[[ RECORD SET open ]]
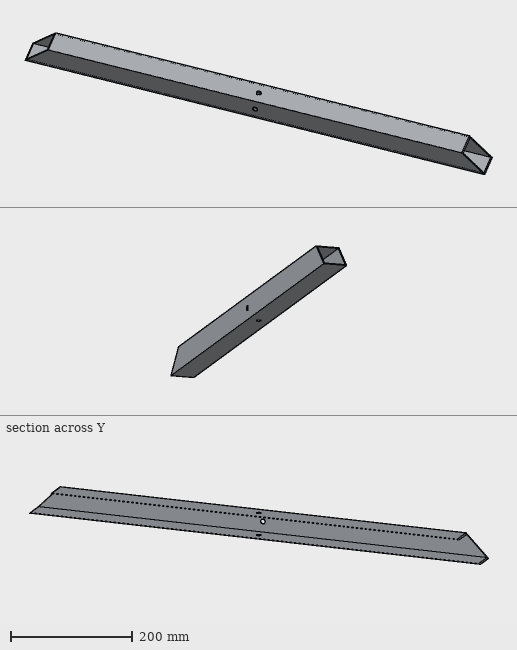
import cadquery as cq

length = 800.0
side = 40.0
wall = 2.0
bore = side - 2 * wall
hole_diameter = 8.0


def mitred_bar():
    """Solid bar whose top face is shorter than its bottom face by one side at each end."""
    half_bottom = length / 2
    half_top = half_bottom - side
    outline = [
        (-half_bottom, -side / 2),
        (half_bottom, -side / 2),
        (half_top, side / 2),
        (-half_top, side / 2),
    ]
    return cq.Workplane("XZ").polyline(outline).close().extrude(side / 2, both=True)


def cross_hole(plane):
    """Cylinder through both walls at mid-length, normal to the given plane."""
    return cq.Workplane(plane).circle(hole_diameter / 2).extrude(side, both=True)


cavity = cq.Workplane("XY").box(length, bore, bore)

result = mitred_bar().cut(cavity)
for hole_plane in ("XY", "XZ"):
    result = result.cut(cross_hole(hole_plane))
[[ RECORD SET closed ]]
**WHAT YOU WILL DO:** Using the records above, copy every line that has the word "Workplane" in it.

**RESPONSE TO THIS EXERCISE:**
    return cq.Workplane("XZ").polyline(outline).close().extrude(side / 2, both=True)
    return cq.Workplane(plane).circle(hole_diameter / 2).extrude(side, both=True)
cavity = cq.Workplane("XY").box(length, bore, bore)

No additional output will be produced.